=== Records for this exercise ===

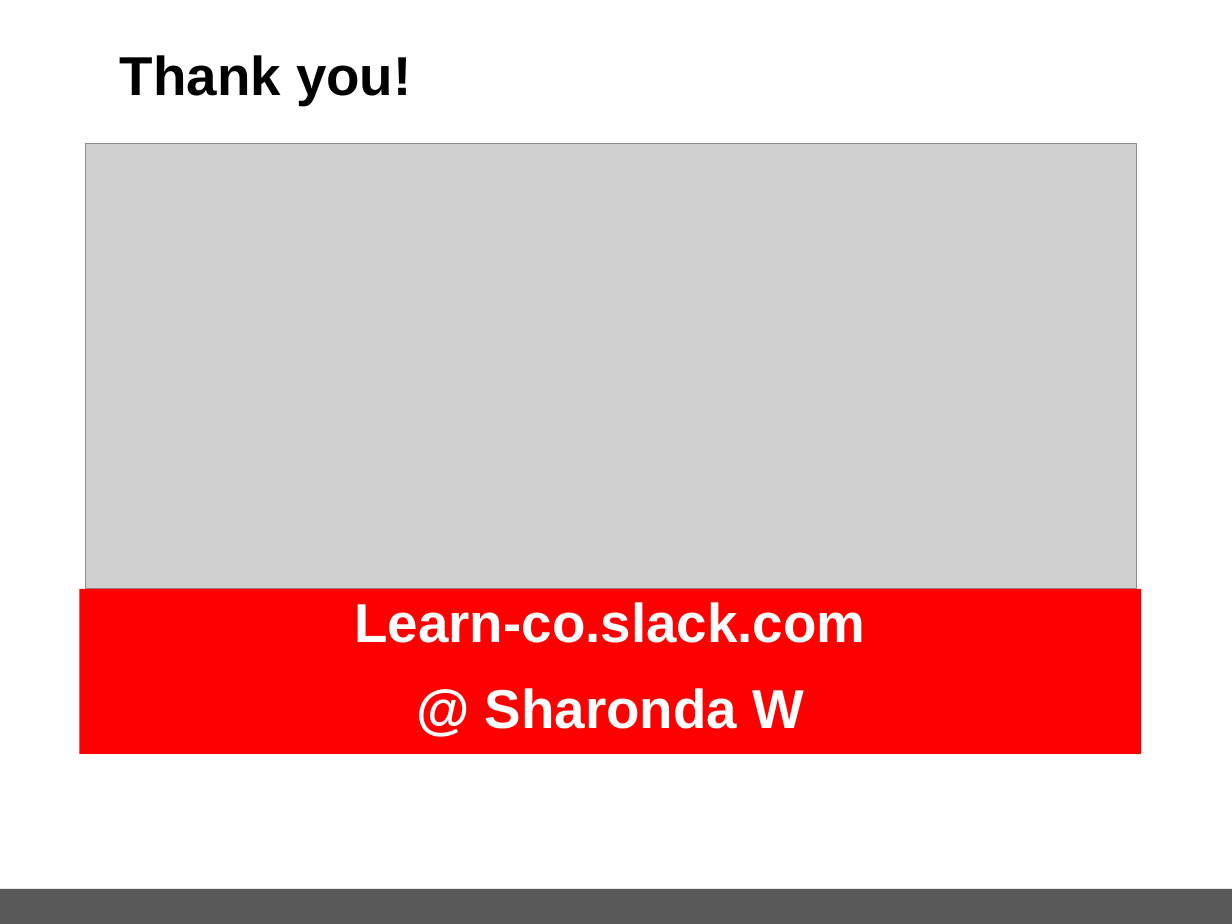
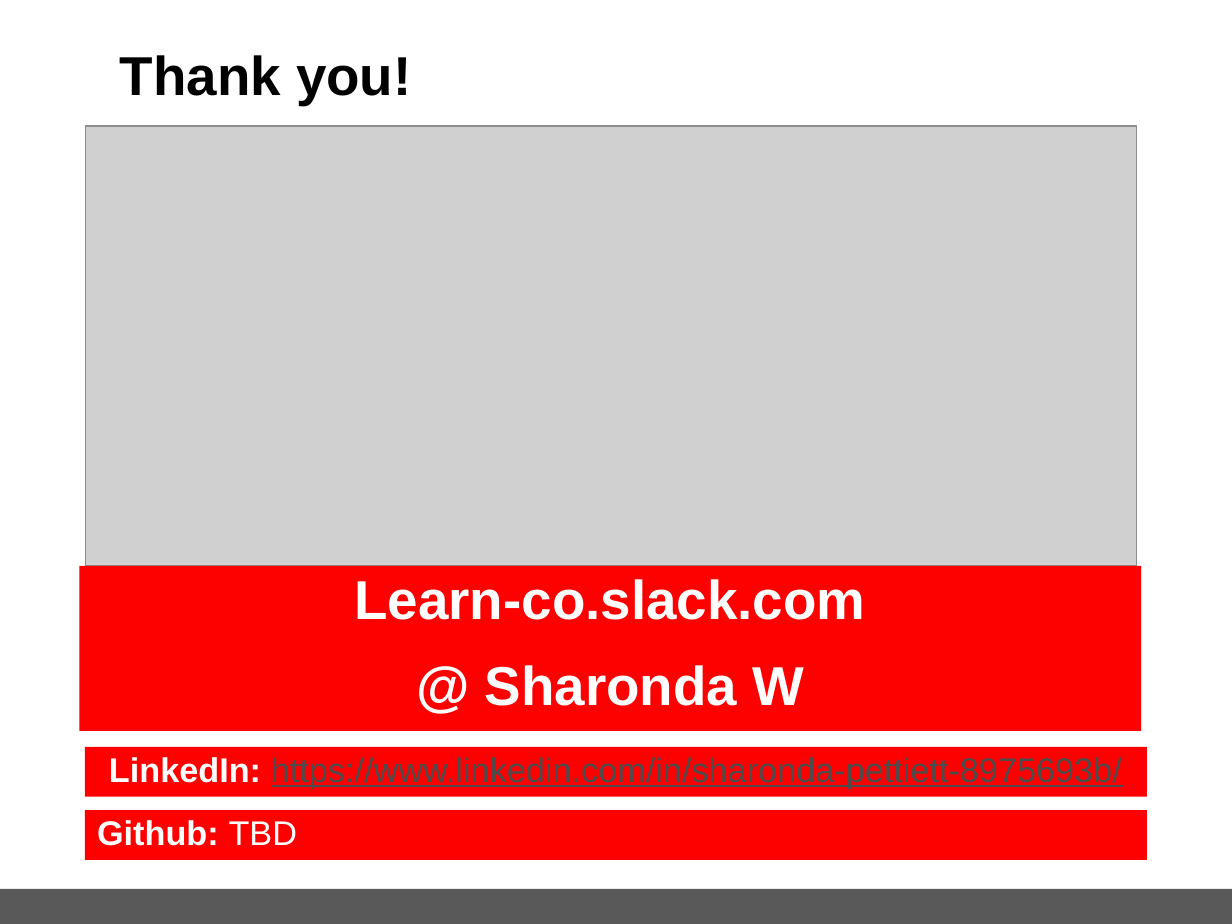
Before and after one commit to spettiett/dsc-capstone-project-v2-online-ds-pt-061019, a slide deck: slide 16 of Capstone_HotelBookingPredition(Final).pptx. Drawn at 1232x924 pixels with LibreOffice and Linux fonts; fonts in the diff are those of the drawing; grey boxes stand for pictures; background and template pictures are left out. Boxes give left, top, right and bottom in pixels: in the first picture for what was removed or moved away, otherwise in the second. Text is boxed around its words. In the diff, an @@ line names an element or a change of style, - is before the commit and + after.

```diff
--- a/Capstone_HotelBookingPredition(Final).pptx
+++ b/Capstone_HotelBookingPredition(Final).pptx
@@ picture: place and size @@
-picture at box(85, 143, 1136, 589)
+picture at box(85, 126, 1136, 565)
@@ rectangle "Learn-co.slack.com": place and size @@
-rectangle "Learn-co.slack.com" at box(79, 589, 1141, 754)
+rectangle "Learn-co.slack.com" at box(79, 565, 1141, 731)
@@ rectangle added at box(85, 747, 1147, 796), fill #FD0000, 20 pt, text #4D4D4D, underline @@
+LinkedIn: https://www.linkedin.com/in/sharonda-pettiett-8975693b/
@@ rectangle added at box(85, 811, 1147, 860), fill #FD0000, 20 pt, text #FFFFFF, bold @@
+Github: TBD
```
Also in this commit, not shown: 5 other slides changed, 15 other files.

===

## Exercise aim
Search the material above for "size". Copy each line that has it.

## Result of this task
@@ picture: place and size @@
@@ rectangle "Learn-co.slack.com": place and size @@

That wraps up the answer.